This article originally appeared in Carolina Public Health Magazine.

Just shy of two hours away from Chapel Hill, the former textile town of Kannapolis is home to a state-of-the-art research center where Gillings School faculty, along with colleagues from across UNC, are pushing the frontier of nutrition science.

At the UNC Nutrition Research Institute (NRI), researchers are developing and applying innovative methods to study disease risk factors and the role of nutrients in preventing disease, diet-related health behaviors, the effects of gene-nutrient interactions, and how genetics and the environment influence disease outcomes. Much of their work informs national nutritional recommendations and guidelines.

Most of the NRI’s researchers are Gillings School faculty members, mainly in the Department of Nutrition; several hold appointments in the School of Social Work and the departments of psychology and neuroscience. The NRI’s research strengths include precision nutrition, environmental exposures, prenatal alcohol exposure, brain development, cancer metabolism, obesity prevention and treatment, and equity-based community research.

“The NRI has outstanding faculty who are doing a wide range of work — from basic sciences to interventions to environmental exposures — in a highly interdisciplinary manner,” said Saame “Raz” Shaikh, PhD, professor and chair of nutrition. “There is such a broad range of expertise there, from basic molecular science to dietary, clinical and behavioral interventions.”

The NRI’s interim director is Deborah F. Tate, PhD, professor of nutrition and health behavior and internationally recognized behavioral scientist who studies precision nutrition, obesity, diabetes prevention and digital health interventions. She is co-principal investigator of the National Institutes of Health’s Nutrition for Precision Health UNC Clinical Center and directs the Communication for Health Applications and Interventions Core.

Being located in Kannapolis gives the NRI access to diverse patient populations and provides an opportunity to engage in community-based research. To complement its leadership in basic science and laboratory research, the NRI is expanding its translational science work with large clinical studies and community trials.

These trials and studies use innovative tools and techniques, including a special chamber to measure 24-hour metabolism and a mobile nutrition research unit that takes researchers into the community, removing transportation or other barriers that may prevent people from participating in clinical research.

“The translational research potential at the NRI is huge.

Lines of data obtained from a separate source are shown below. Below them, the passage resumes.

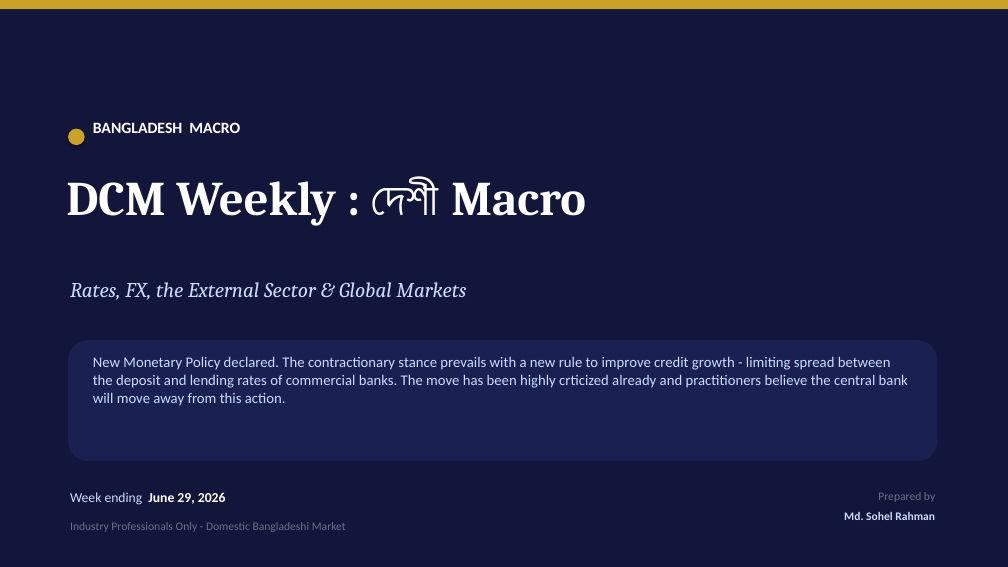
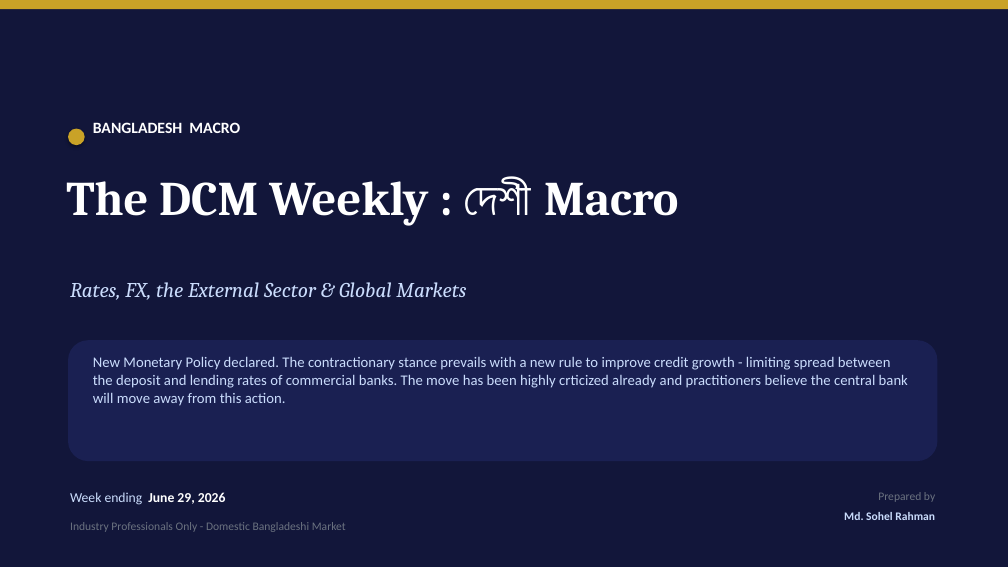
Before and after one commit to s4smily/desi-macro, a slide deck: slide 1 of DCM_Weekly_June_29_2026.pptx. Drawn at 1008x567 pixels with LibreOffice and Linux fonts; fonts in the diff are those of the drawing. Boxes give left, top, right and bottom in pixels: in the first picture for what was removed or moved away, otherwise in the second. Text is boxed around its words. In the diff, an @@ line names an element or a change of style, - is before the commit and + after.

Commit message:
Weekly update

```diff
--- a/DCM_Weekly_June_29_2026.pptx
+++ b/DCM_Weekly_June_29_2026.pptx
@@ text at [66,177,679,226]: text changed @@
-DCM Weekly : দেশী Macro
+The DCM Weekly : দেশী Macro
```
Also in this commit, not shown: 5 other files.
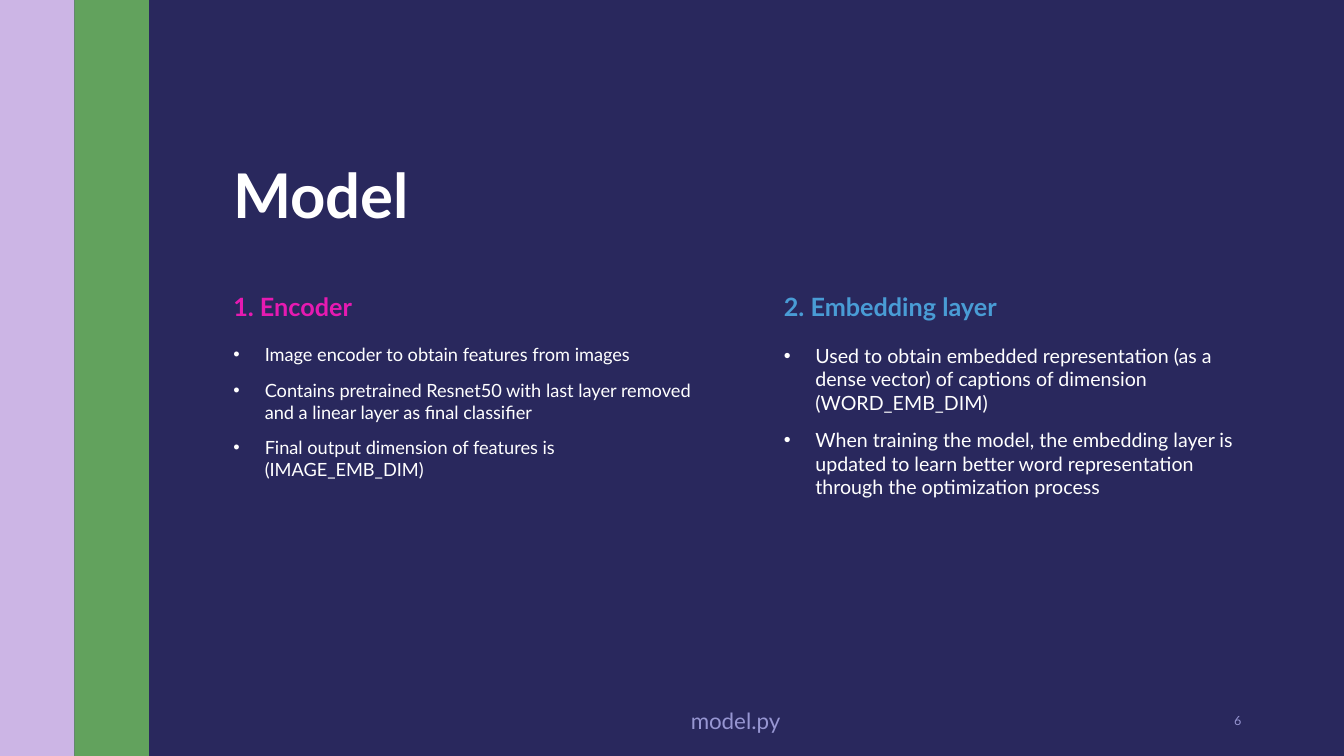
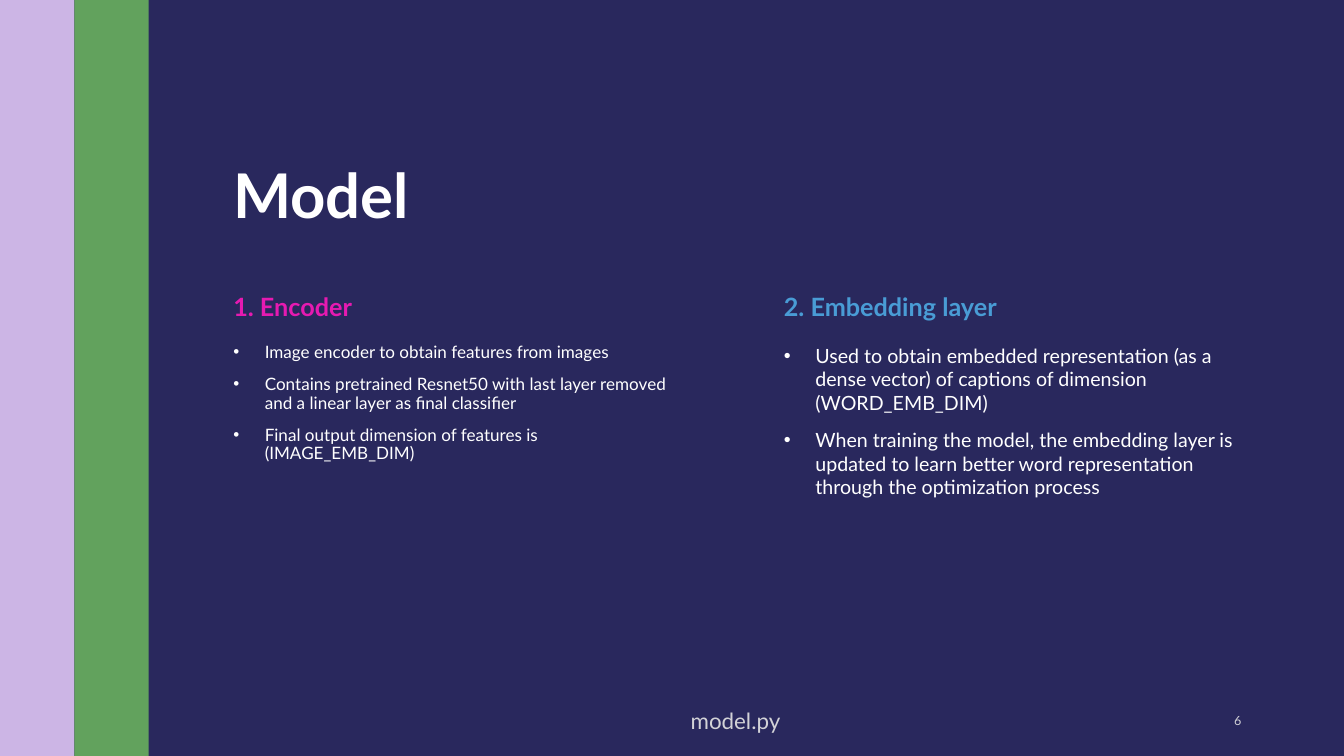
Before and after one commit to sasivatsal7122/DL-Image-Caption-Generator, a slide deck: slide 6 of ImageCaption.pptx. Drawn at 1344x756 pixels with LibreOffice and Linux fonts; fonts in the diff are those of the drawing. Boxes give left, top, right and bottom in pixels: in the first picture for what was removed or moved away, otherwise in the second. Text is boxed around its words. In the diff, an @@ line names an element or a change of style, - is before the commit and + after.

```diff
--- a/ImageCaption.pptx
+++ b/ImageCaption.pptx
@@ text "Image encoder to obtain features ..." at (x1=265, y1=345, x2=666, y2=462): size 12.9 to 12.2 pt; line spacing 1 to 0.9 @@
@@ text "model.py" at (x1=691, y1=712, x2=781, y2=733): text colour #9796D2 to #D2D2D7 @@
@@ page number at (x1=1234, y1=716, x2=1241, y2=725): text colour #9796D2 to #D2D2D7 @@
```
Also in this commit, not shown: 10 other slides changed.
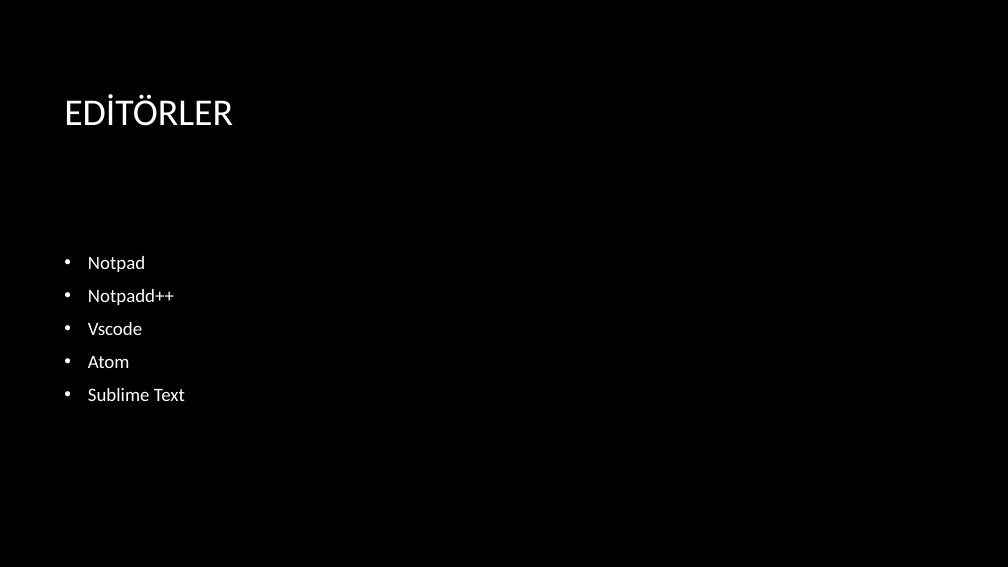
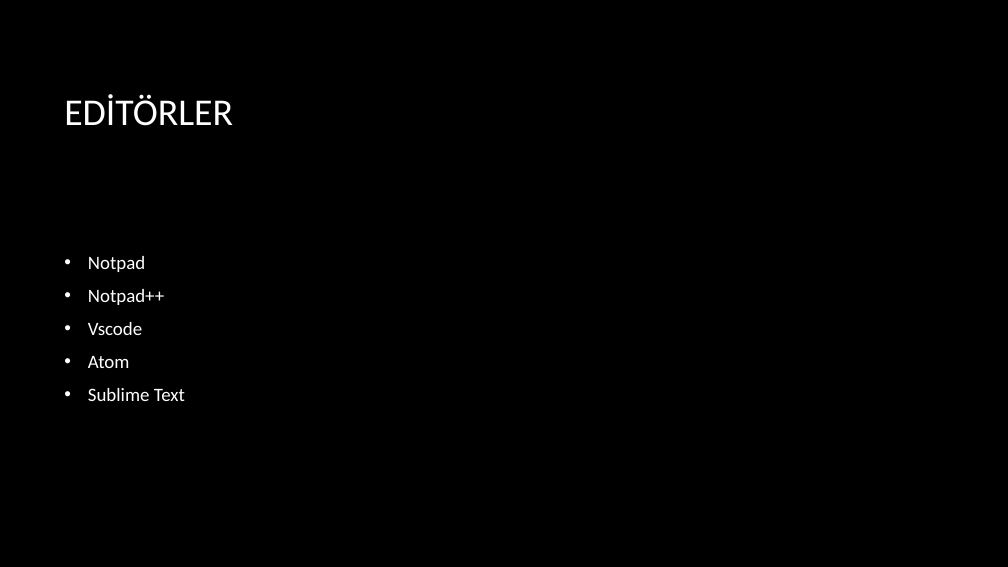
Before and after one commit to etuncay/kugim-gen-yazilimcilar-egitim-programi, a slide deck: slide 4 of Kur 2/6. gün/Html.pptx. Drawn at 1008x567 pixels with LibreOffice and Linux fonts; fonts in the diff are those of the drawing; background and template pictures are left out. Boxes give left, top, right and bottom in pixels: in the first picture for what was removed or moved away, otherwise in the second. Text is boxed around its words. In the diff, an @@ line names an element or a change of style, - is before the commit and + after.

```diff
--- a/Kur 2/6. gün/Html.pptx
+++ b/Kur 2/6. gün/Html.pptx
@@ text at [88,289,164,305]: text changed @@
-• Notpadd++
+• Notpad++
```
Also in this commit, not shown: 2 other slides changed, 2 other files.

I hope to continue our expansion in this area so we are leading cutting-edge nutrition and metabolism research both in our labs and in our communities,” Tate said.

A core tenet at the NRI is precision nutrition, or studying why metabolism and nutrition requirements differ between people. Founding director Steven H. Zeisel, MD, PhD, now retired, is a renowned expert in precision nutrition and set out to make the NRI a global leader in the field, and his work informed choline intake recommendations for many populations. Zeisel founded SNP Therapeutics, a company built on his decades of research that enables new treatment options to improve human health.

Precision nutrition does not mean building customized diets for specific individuals. Rather, it examines population groups and subgroups that vary in genetics, microbiomes, age, gender and other factors to learn how different nutritional requirements and responses affect individual nutritional needs. The ultimate goal is improving human development and lessening the impacts of aging and diet-related disease.